River Oaks fails to provide 24/7 medical oversight, overcharges customers and lies to them about their insurance status, does not care about theft of property that occurs regularly on campus, has uniformed staff that do not have the training to handle mental illness and drug addiction, and they have allowed for residents to walk out and leave while still under the influence of drugs-ending up homeless or dead.

This treatment facility needs to be investigated and shut down, as do other rehabilitation and mental health facilities throughout America. This call for an investigation to mental health and drug addiction facilities isn't limited to River Oaks in Florida.

Please sign if you agree and share your thoughts in the comments below.

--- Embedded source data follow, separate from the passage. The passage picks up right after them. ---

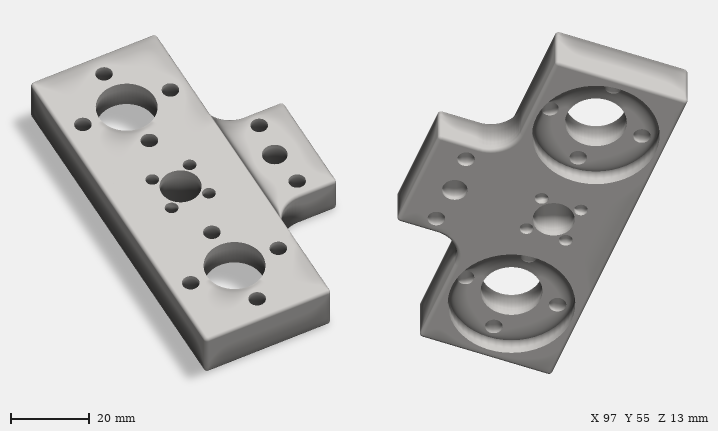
import cadquery as cq

base_length = 97.0
base_width = 36.0
base_height = 13.0
total_width = 55.0
tab_width = 30.0
tab_height = 11.0
edge_radius = 1.0
flare_radius = 8.0
tab_overlap = 3.9

bore_diameter = 15.7
bore_offset = 29.8
recess_diameter = 32.4
recess_depth = 5.0
bolt_diameter = 4.5
bolt_circle_radius = 12.5
center_bore_diameter = 10.7
center_screw_diameter = 3.5
center_screw_offset = 5.3
tab_bore_diameter = 6.5
tab_bore_setback = 10.1
tab_bolt_setback = 9.1
tab_bolt_offset = 10.5

base_back = base_width / 2
tab_back = total_width - base_width / 2


def make_base():
    """Rectangular block with every edge rounded."""
    block = cq.Workplane("XY").box(base_length, base_width, base_height, centered=(True, True, False))
    return block.edges().fillet(edge_radius)


def make_tab():
    """Rear tab whose sides flare tangentially into the back of the base."""
    half_width = tab_width / 2
    root_half_width = half_width + flare_radius
    root_front = base_back - tab_overlap
    flare_start = base_back + flare_radius
    outline = (
        cq.Workplane("XY")
        .moveTo(-root_half_width, root_front)
        .lineTo(-root_half_width, base_back)
        .radiusArc((-half_width, flare_start), -flare_radius)
        .lineTo(-half_width, tab_back)
        .lineTo(half_width, tab_back)
        .lineTo(half_width, flare_start)
        .radiusArc((root_half_width, base_back), -flare_radius)
        .lineTo(root_half_width, root_front)
        .close()
    )
    tab = outline.extrude(tab_height)

    tab = tab.edges("|Z and >Y").fillet(edge_radius)
    rim_zone = cq.selectors.BoxSelector(
        (-root_half_width, base_back, -edge_radius),
        (root_half_width, tab_back + edge_radius, tab_height + edge_radius),
    )
    return tab.faces("<Z or >Z").edges(rim_zone).fillet(edge_radius)


def drill(part, points, diameter, depth=base_height):
    """Cut round holes upward from the underside; the default depth goes right through."""
    drills = cq.Workplane("XY").pushPoints(points).circle(diameter / 2).extrude(depth)
    return part.cut(drills)


def bolt_circle(center_x):
    """Four points around a main bore, on its X and Y axes."""
    r = bolt_circle_radius
    return [(center_x + r, 0), (center_x - r, 0), (center_x, r), (center_x, -r)]


result = make_base().union(make_tab())

for bore_x in (-bore_offset, bore_offset):
    result = drill(result, [(bore_x, 0)], bore_diameter)
    result = drill(result, bolt_circle(bore_x), bolt_diameter)
    result = drill(result, [(bore_x, 0)], recess_diameter, recess_depth)

center_screws = [
    (x_side * center_screw_offset, y_side * center_screw_offset)
    for x_side in (-1, 1)
    for y_side in (-1, 1)
]
result = drill(result, [(0, 0)], center_bore_diameter)
result = drill(result, center_screws, center_screw_diameter)

tab_bolt_y = tab_back - tab_bolt_setback
result = drill(result, [(0, tab_back - tab_bore_setback)], tab_bore_diameter)
result = drill(result, [(-tab_bolt_offset, tab_bolt_y), (tab_bolt_offset, tab_bolt_y)], bolt_diameter)
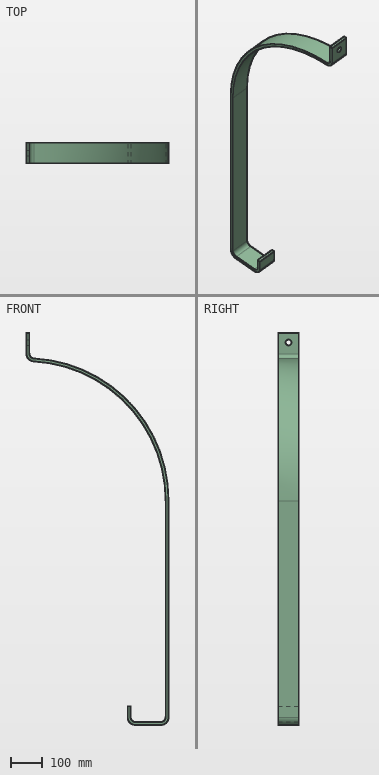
import cadquery as cq
import math

total_depth = 450.0
total_height = 1240.0
strip_width = 65.0
thickness = 10.0

arc_outer_radius = total_depth
arc_centre_z = 710.0

bend_outer_radius = 25.0
bend_inner_radius = bend_outer_radius - thickness
bend_mid_radius = bend_outer_radius - thickness / 2

hook_width = 130.0
hook_tip_z = 60.0
hook_tip_x = total_depth - hook_width + thickness / 2

hole_diameter = 18.0
hole_drop = 30.5


def polar(centre, radius, angle):
    """Point at the given angle in degrees, measured from +X towards +Z."""
    a = math.radians(angle)
    return (centre[0] + radius * math.cos(a), centre[1] + radius * math.sin(a))


def add_arc(path, centre, radius, start_angle, end_angle):
    """Extend the path, already at the start angle, along a circular arc to the end angle."""
    middle_angle = (start_angle + end_angle) / 2
    return path.threePointArc(polar(centre, radius, middle_angle), polar(centre, radius, end_angle))


def make_centreline():
    """Middle line of the bar, from the hook tip to the top of the tab."""
    left_bend = (hook_tip_x + bend_mid_radius, bend_outer_radius)
    right_bend = (total_depth - bend_outer_radius, bend_outer_radius)

    arc_centre = (0.0, arc_centre_z)
    arc_mid_radius = arc_outer_radius - thickness / 2
    centre_distance = arc_outer_radius + bend_inner_radius
    arc_end_angle = math.degrees(math.acos(bend_outer_radius / centre_distance))
    tab_bend = polar(arc_centre, centre_distance, arc_end_angle)

    path = cq.Workplane("XZ").moveTo(hook_tip_x, hook_tip_z)
    path = path.lineTo(*polar(left_bend, bend_mid_radius, 180))
    path = add_arc(path, left_bend, bend_mid_radius, 180, 270)
    path = path.lineTo(*polar(right_bend, bend_mid_radius, 270))
    path = add_arc(path, right_bend, bend_mid_radius, 270, 360)
    path = path.lineTo(*polar(arc_centre, arc_mid_radius, 0))
    path = add_arc(path, arc_centre, arc_mid_radius, 0, arc_end_angle)
    path = add_arc(path, tab_bend, bend_mid_radius, arc_end_angle + 180, 180)
    return path.lineTo(thickness / 2, total_height)


def make_strap():
    """Bar of rectangular section swept along the centreline."""
    section = cq.Workplane("XY", origin=(hook_tip_x, 0, hook_tip_z)).rect(thickness, strip_width)
    return section.sweep(make_centreline())


def make_hole():
    """Cutter for the round hole through the tab, along X."""
    return (
        cq.Workplane("YZ")
        .center(0, total_height - hole_drop)
        .circle(hole_diameter / 2)
        .extrude(thickness)
    )


result = make_strap().cut(make_hole())
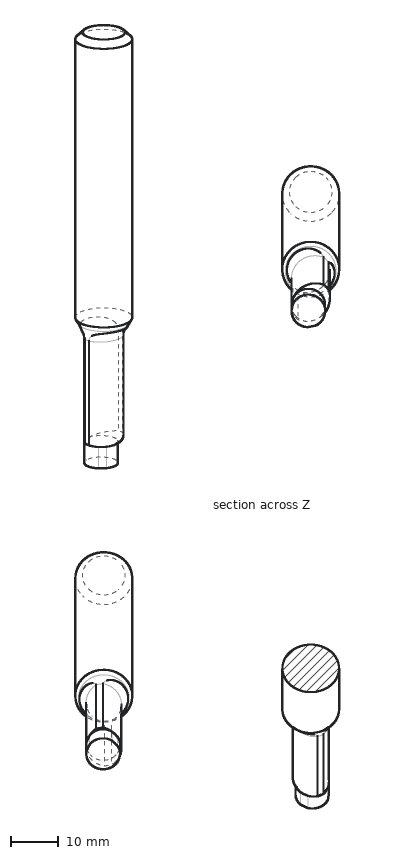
import cadquery as cq
import math

total_length = 96.1
shank_radius = 6.01
top_chamfer = 1.5
shoulder_z = 32.3

neck_radius = 4.56
neck_half_thickness = 3.7
neck_side_radius = 4.9
neck_side_offset = neck_side_radius - neck_half_thickness
flare_start_z = 28.3
flare_radius = 2.9

shoulder_half_angle = math.radians(30)
shoulder_fillet_radius = 5.8

tip_radius = 3.6
tip_center_y = -0.72
tip_height = 4.8
tip_cone_slope = 30.0
land_start_angle = 19.5
land_end_angle = 47.5


def shoulder_fillet_point(angle):
    """Radius and height on the shoulder fillet after it has turned by an angle in radians."""
    radius = neck_radius + shoulder_fillet_radius * (1 - math.cos(angle))
    return radius, flare_start_z + shoulder_fillet_radius * math.sin(angle)


def shank_body():
    """Chamfered shank, filleted shoulder cone and round envelope of the neck."""
    return (
        cq.Workplane("XZ")
        .lineTo(neck_radius, 0)
        .lineTo(neck_radius, flare_start_z)
        .threePointArc(
            shoulder_fillet_point(shoulder_half_angle / 2),
            shoulder_fillet_point(shoulder_half_angle),
        )
        .lineTo(shank_radius, shoulder_z)
        .lineTo(shank_radius, total_length - top_chamfer)
        .lineTo(shank_radius - top_chamfer, total_length)
        .lineTo(0, total_length)
        .close()
        .revolve(360, (0, 0), (0, 1))
    )


def neck_side(direction):
    """Flared cylinder whose outer wall forms the neck side facing the given X direction."""
    flare_top_z = flare_start_z + flare_radius
    flare_top_radius = neck_side_radius + flare_radius
    midpoint_angle = math.radians(45)
    midpoint = (
        flare_top_radius - flare_radius * math.cos(midpoint_angle),
        flare_start_z + flare_radius * math.sin(midpoint_angle),
    )
    clear_radius = 2 * shank_radius
    return (
        cq.Workplane("XZ")
        .lineTo(neck_side_radius, 0)
        .lineTo(neck_side_radius, flare_start_z)
        .threePointArc(midpoint, (flare_top_radius, flare_top_z))
        .lineTo(clear_radius, flare_top_z)
        .lineTo(clear_radius, total_length)
        .lineTo(0, total_length)
        .close()
        .revolve(360, (0, 0), (0, 1))
        .translate((-direction * neck_side_offset, 0, 0))
    )


def tip_clearance():
    """Space below the neck, bounded above by a cone around the tip."""
    outer_radius = 2 * shank_radius
    cone_rise = (outer_radius - tip_radius) * math.tan(math.radians(tip_cone_slope))
    return (
        cq.Workplane("XZ")
        .lineTo(outer_radius, 0)
        .lineTo(outer_radius, tip_height + cone_rise)
        .lineTo(tip_radius, tip_height)
        .lineTo(0, tip_height)
        .close()
        .revolve(360, (0, 0), (0, 1))
        .translate((0, tip_center_y, 0))
    )


def tip_point(angle):
    """Point on the tip circle at an angle in degrees, counterclockwise from +X."""
    radians = math.radians(angle)
    return tip_radius * math.cos(radians), tip_center_y + tip_radius * math.sin(radians)


def tip():
    """Round tip with a narrow flat land on each side towards -Y."""
    return (
        cq.Workplane("XY")
        .moveTo(*tip_point(-land_start_angle))
        .threePointArc(tip_point(90), tip_point(180 + land_start_angle))
        .lineTo(*tip_point(180 + land_end_angle))
        .threePointArc(tip_point(270), tip_point(-land_end_angle))
        .close()
        .extrude(tip_height)
    )


body = shank_body()
for side in (1, -1):
    body = body.intersect(neck_side(side))
result = body.cut(tip_clearance()).union(tip())
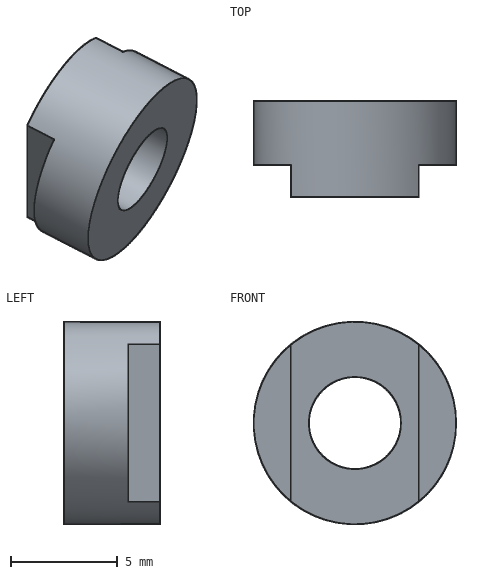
import cadquery as cq

outer_diameter = 9.5
hole_diameter = 4.3
total_length = 4.5
flat_depth = 1.5
flat_width = 6.0


def y_cylinder(diameter, length):
    """Cylinder on the Y axis, running from Y = 0 to +Y."""
    return cq.Workplane("XZ").circle(diameter / 2).extrude(-length)


def side_cutter(side):
    """Block outside one flat; side is -1 or +1 along X."""
    cutter_width = outer_diameter / 2
    center_x = side * (flat_width + cutter_width) / 2
    return (
        cq.Workplane("XZ")
        .center(center_x, 0)
        .rect(cutter_width, outer_diameter)
        .extrude(-flat_depth)
    )


body = y_cylinder(outer_diameter, total_length)
for side in (-1, 1):
    body = body.cut(side_cutter(side))

result = body.cut(y_cylinder(hole_diameter, total_length))
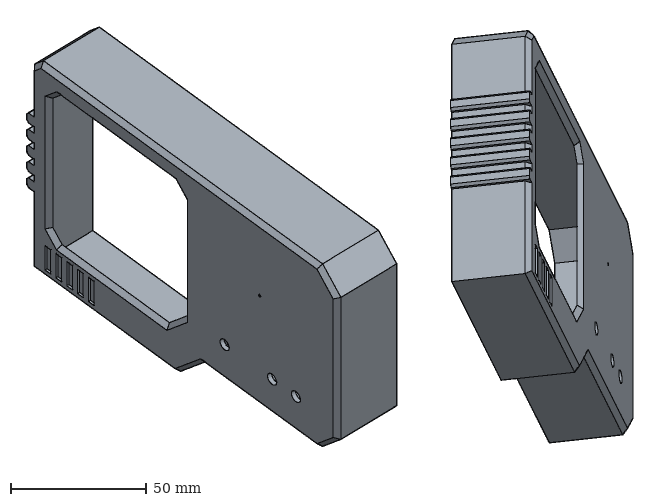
import cadquery as cq

LENGTH = 170.0
DEPTH = 30.0
HEIGHT = 104.0

FRONT_WALL = 2.0
SIDE_WALL = 1.4
EDGE_BEVEL = 2.0
TOP_LEFT_CUT = 5.0
RIGHT_CUT = 10.0
HANDLE_LENGTH = 80.0
STEP_RISE = 14.0

RIB_COUNT = 5
RIB_PITCH = 8.0
RIB_WIDTH = 5.0
RIB_PROJECTION = 2.0
RIB_BEVEL = 1.0
RIB_CENTER_Z = 57.1

BODY_LEFT = RIB_PROJECTION

WINDOW_SIZE = 78.0
WINDOW_MARGIN = 8.0
WINDOW_LEFT = BODY_LEFT + WINDOW_MARGIN
WINDOW_BOTTOM = 18.0
WINDOW_CUT = 6.3
WINDOW_STEP_CUT = 11.2

SLOT_COUNT = 5
SLOT_PITCH = 6.0
SLOT_WIDTH = 3.0
SLOT_HEIGHT = 11.9
SLOT_BOTTOM = 4.0
SLOT_DEPTH = 1.0

HOLE_DIAMETER = 5.0
HOLE_X_POSITIONS = (108.5, 134.5, 147.5)
HOLE_Z = 31.6
PINHOLE_DIAMETER = 1.0
PINHOLE_X = 127.7
PINHOLE_Z = 68.3


def front_plane(y):
    """Workplane with local axes X and Z whose extrusions run toward the back (+Y)."""
    return cq.Workplane(cq.Plane(origin=(0, y, 0), xDir=(1, 0, 0), normal=(0, -1, 0)))


def full_depth_prism(points):
    """Closed (X, Z) outline extruded from the front face to the back."""
    return front_plane(0).polyline(points).close().extrude(-DEPTH)


def body_outline():
    handle_right = BODY_LEFT + HANDLE_LENGTH
    return [
        (BODY_LEFT, 0),
        (handle_right, 0),
        (handle_right + STEP_RISE, STEP_RISE),
        (LENGTH - RIGHT_CUT, STEP_RISE),
        (LENGTH, STEP_RISE + RIGHT_CUT),
        (LENGTH, HEIGHT - RIGHT_CUT),
        (LENGTH - RIGHT_CUT, HEIGHT),
        (BODY_LEFT + TOP_LEFT_CUT, HEIGHT),
        (BODY_LEFT, HEIGHT - TOP_LEFT_CUT),
    ]


def solid_body():
    """Full block with its front edges beveled."""
    return full_depth_prism(body_outline()).faces("<Y").chamfer(EDGE_BEVEL)


def cavity():
    """Hollow behind the front wall, open at the back."""
    return (
        front_plane(FRONT_WALL)
        .polyline(body_outline())
        .close()
        .offset2D(-SIDE_WALL, "intersection")
        .extrude(-(DEPTH - FRONT_WALL))
    )


def window():
    """Opening that narrows toward the back at 45 degrees."""
    right = WINDOW_LEFT + WINDOW_SIZE
    top = WINDOW_BOTTOM + WINDOW_SIZE
    outline = [
        (WINDOW_LEFT + WINDOW_CUT, WINDOW_BOTTOM),
        (right - WINDOW_STEP_CUT, WINDOW_BOTTOM),
        (right, WINDOW_BOTTOM + WINDOW_STEP_CUT),
        (right, top - WINDOW_CUT),
        (right - WINDOW_CUT, top),
        (WINDOW_LEFT + WINDOW_CUT, top),
        (WINDOW_LEFT, top - WINDOW_CUT),
        (WINDOW_LEFT, WINDOW_BOTTOM + WINDOW_CUT),
    ]
    return front_plane(0).polyline(outline).close().extrude(-FRONT_WALL, taper=45)


def grip_rib(center_z):
    """Bar along the full depth, beveled outside and reaching inward past the front edge bevel."""
    root = BODY_LEFT + EDGE_BEVEL
    low = center_z - RIB_WIDTH / 2
    high = center_z + RIB_WIDTH / 2
    profile = [
        (root, low),
        (RIB_BEVEL, low),
        (0, low + RIB_BEVEL),
        (0, high - RIB_BEVEL),
        (RIB_BEVEL, high),
        (root, high),
    ]
    return full_depth_prism(profile)


def slot(left):
    block = cq.Workplane().box(SLOT_WIDTH, SLOT_DEPTH, SLOT_HEIGHT, centered=False)
    return block.translate((left, 0, SLOT_BOTTOM))


def round_hole(x, z, diameter):
    return front_plane(0).center(x, z).circle(diameter / 2).extrude(-FRONT_WALL)


result = solid_body()

lowest_rib_z = RIB_CENTER_Z - (RIB_COUNT - 1) / 2 * RIB_PITCH
for i in range(RIB_COUNT):
    result = result.union(grip_rib(lowest_rib_z + i * RIB_PITCH))

result = result.cut(cavity()).cut(window())

for i in range(SLOT_COUNT):
    result = result.cut(slot(WINDOW_LEFT + i * SLOT_PITCH))

for hole_x in HOLE_X_POSITIONS:
    result = result.cut(round_hole(hole_x, HOLE_Z, HOLE_DIAMETER))

result = result.cut(round_hole(PINHOLE_X, PINHOLE_Z, PINHOLE_DIAMETER))

I write with the intention that translations to other languages are simple.

Help the larger cause · Permit Emotional Support Animals in Tacoma Schools · Change.org (2024)

References

Top Articles
Latest Posts
Article information

Author: Foster Heidenreich CPA

Last Updated:

Views: 6020

Rating: 4.6 / 5 (76 voted)

Reviews: 83% of readers found this page helpful

Author information

Name: Foster Heidenreich CPA

Birthday: 1995-01-14

Address: 55021 Usha Garden, North Larisa, DE 19209

Phone: +6812240846623

Job: Corporate Healthcare Strategist

Hobby: Singing, Listening to music, Rafting, LARPing, Gardening, Quilting, Rappelling

Introduction: My name is Foster Heidenreich CPA, I am a delightful, quaint, glorious, quaint, faithful, enchanting, fine person who loves writing and wants to share my knowledge and understanding with you.